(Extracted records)

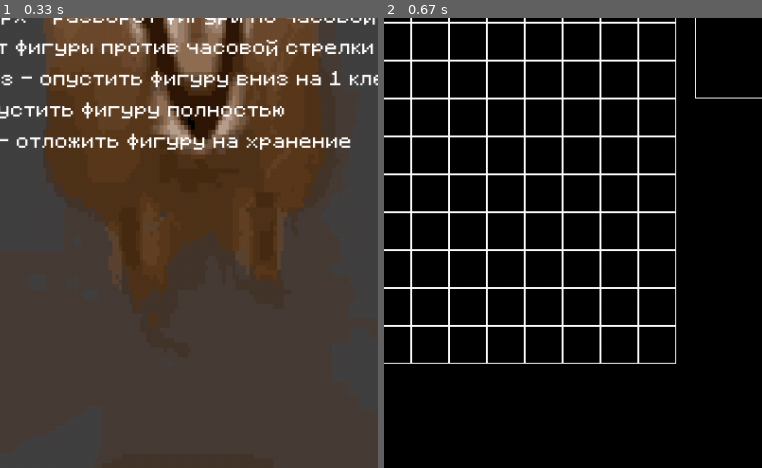
Above: before the commit, frames 1-2 (left to right).
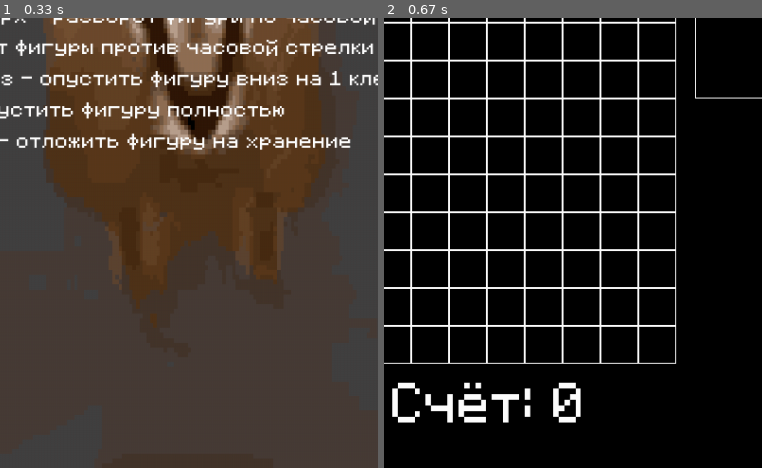
Above: after the commit, the same moments.

Repository: Nytrock/LyceumPygameProject
Game: pygame game, started from main.py
The game is run twice, just before and just after one commit, with the same random seed, the same clock (stepped at 60 frames per second) and the same inputs.
Inputs:
- Up to frame 1 (0.33 s): no input
- Up to frame 2 (0.67 s): hold Right from 0.33 s (still down)
The pictures show only the part of the screen within x 24-74%, y 50-100%; the shares and areas given below are measured in that part.

Frame 1 is identical in both runs. In frame 2, 1.6% of the frame differs, in the area x 2-53%, y 80-90%.

Commit message:
Добавлен счет и его увеличение

Diff:
--- a/main.py
+++ b/main.py
@@ -185,12 +185,17 @@
 
 
 def Check_Board():
+    num = 0
+    sl = {1: 40, 2: 100, 3: 300, 4: 1200}
     for i in range(len(board.board)):
         if 0 not in board.board[i]:
+            num += 1
             up = board.board[:i]
             down = board.board[i + 1:]
             board.board = list(map(lambda x: 0, board.board[i])) + up + down
-
+    if num:
+        return sl[num]
+    return 0
 
 
 def Create_Archive():
@@ -251,12 +256,12 @@
     pygame.time.set_timer(pygame.USEREVENT, 500)
 
     start_screen()
+    score = 0
 
     Main_Figure = Figure()
     Archive_Figure = None
     Next_Figure = Figure()
     Next_Figure.In_Next()
-    score = 0
     while running:
         font = pygame.font.Font("data/F77 Minecraft.ttf", 23)
         endGame = pygame.font.Font("data/F77 Minecraft.ttf", 47)
@@ -281,11 +286,13 @@
         screen.fill((0, 0, 0))
         if Main_Figure.Stop:
             if not Main_Figure.Lose():
-                Check_Board()
+                score += Check_Board()
                 Main_Figure = Figure(name=Next_Figure.name)
                 Next_Figure.Out_next()
                 Next_Figure = Figure()
                 Next_Figure.In_Next()
+                string_rendered = endGame.render("Счёт: " + str(score), True, pygame.Color('white'))
+                screen.blit(string_rendered, pygame.Rect(200, 860, 0, 0))
             else:
                 string_rendered = endGame.render("Вы проиграли", True, pygame.Color('white'))
                 screen.blit(string_rendered, pygame.Rect(100, 860, 0, 0))
@@ -297,6 +304,9 @@
         screen.blit(string_rendered, pygame.Rect(520, 40, 0, 0))
         string_rendered = font.render("Карман", True, pygame.Color('white'))
         screen.blit(string_rendered, pygame.Rect(600, 320, 0, 0))
+        if not Main_Figure.Stop:
+            string_rendered = endGame.render("Счёт: " + str(score), True, pygame.Color('white'))
+            screen.blit(string_rendered, pygame.Rect(200, 860, 0, 0))
         Figures_sprites.draw(screen)
         clock.tick(60)
         pygame.display.flip()

● What to produce: A copy of each line above that holds the word "Stop" is the expected answer.

● Answer box:
         if Main_Figure.Stop:
+        if not Main_Figure.Stop:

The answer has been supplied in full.